**ASSIGNMENT:** Examine each line of the listing below. Copy those in which the string "title" appears.

[SOURCE DATA — start]

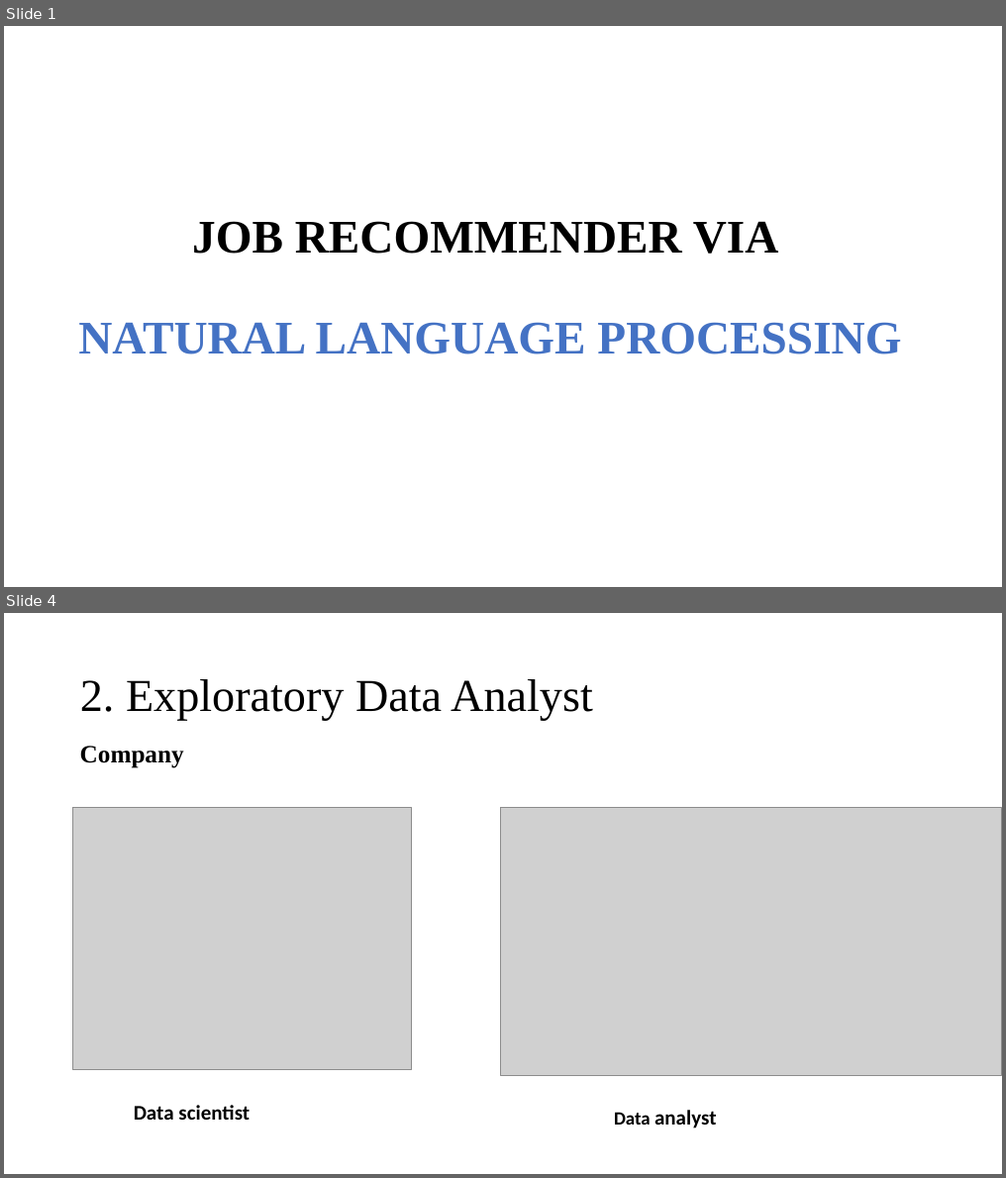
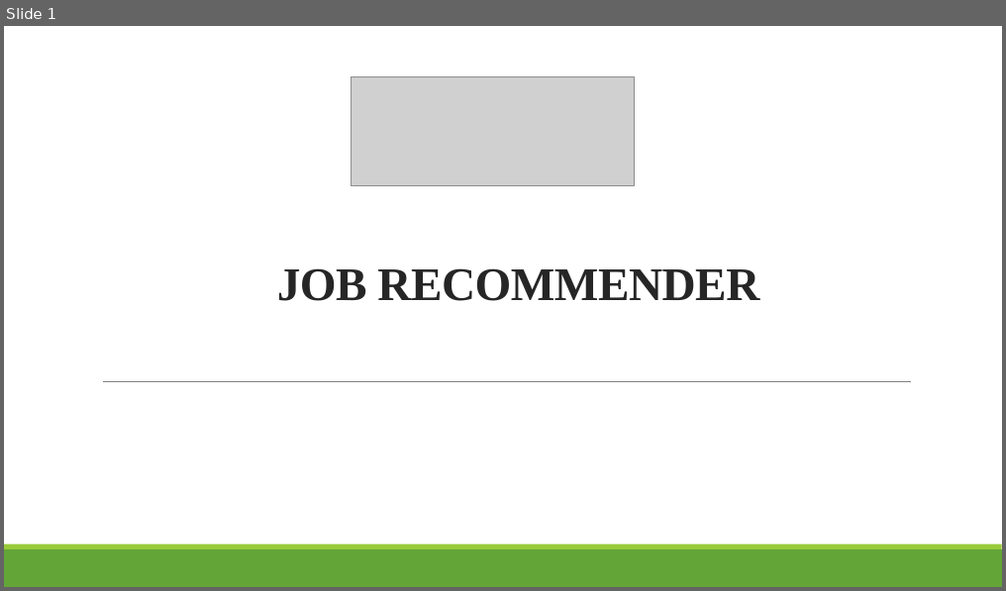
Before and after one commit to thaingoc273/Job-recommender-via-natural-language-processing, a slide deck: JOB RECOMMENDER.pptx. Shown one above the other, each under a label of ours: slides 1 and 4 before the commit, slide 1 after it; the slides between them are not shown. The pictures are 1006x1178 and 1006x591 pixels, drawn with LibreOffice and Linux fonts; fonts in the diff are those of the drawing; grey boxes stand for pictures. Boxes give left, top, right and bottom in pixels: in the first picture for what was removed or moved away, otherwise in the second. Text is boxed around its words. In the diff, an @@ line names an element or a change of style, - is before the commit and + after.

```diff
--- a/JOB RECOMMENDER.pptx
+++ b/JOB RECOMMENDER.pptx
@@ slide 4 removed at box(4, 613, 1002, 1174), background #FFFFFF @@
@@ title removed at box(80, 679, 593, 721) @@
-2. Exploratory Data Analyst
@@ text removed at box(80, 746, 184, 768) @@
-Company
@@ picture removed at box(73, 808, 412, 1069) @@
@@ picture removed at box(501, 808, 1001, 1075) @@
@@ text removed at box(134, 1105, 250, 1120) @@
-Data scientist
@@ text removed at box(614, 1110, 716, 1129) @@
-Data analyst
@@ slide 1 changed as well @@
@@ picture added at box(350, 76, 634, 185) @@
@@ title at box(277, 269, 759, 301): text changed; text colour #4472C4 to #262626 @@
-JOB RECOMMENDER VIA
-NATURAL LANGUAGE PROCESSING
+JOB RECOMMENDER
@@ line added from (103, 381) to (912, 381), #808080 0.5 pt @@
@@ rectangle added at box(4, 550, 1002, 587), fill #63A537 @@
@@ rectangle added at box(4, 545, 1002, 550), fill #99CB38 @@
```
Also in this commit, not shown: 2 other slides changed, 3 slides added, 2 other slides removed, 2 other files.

[SOURCE DATA — finish]

**WRITTEN RESPONSE:**
@@ title removed at box(80, 679, 593, 721) @@
@@ title at box(277, 269, 759, 301): text changed; text colour #4472C4 to #262626 @@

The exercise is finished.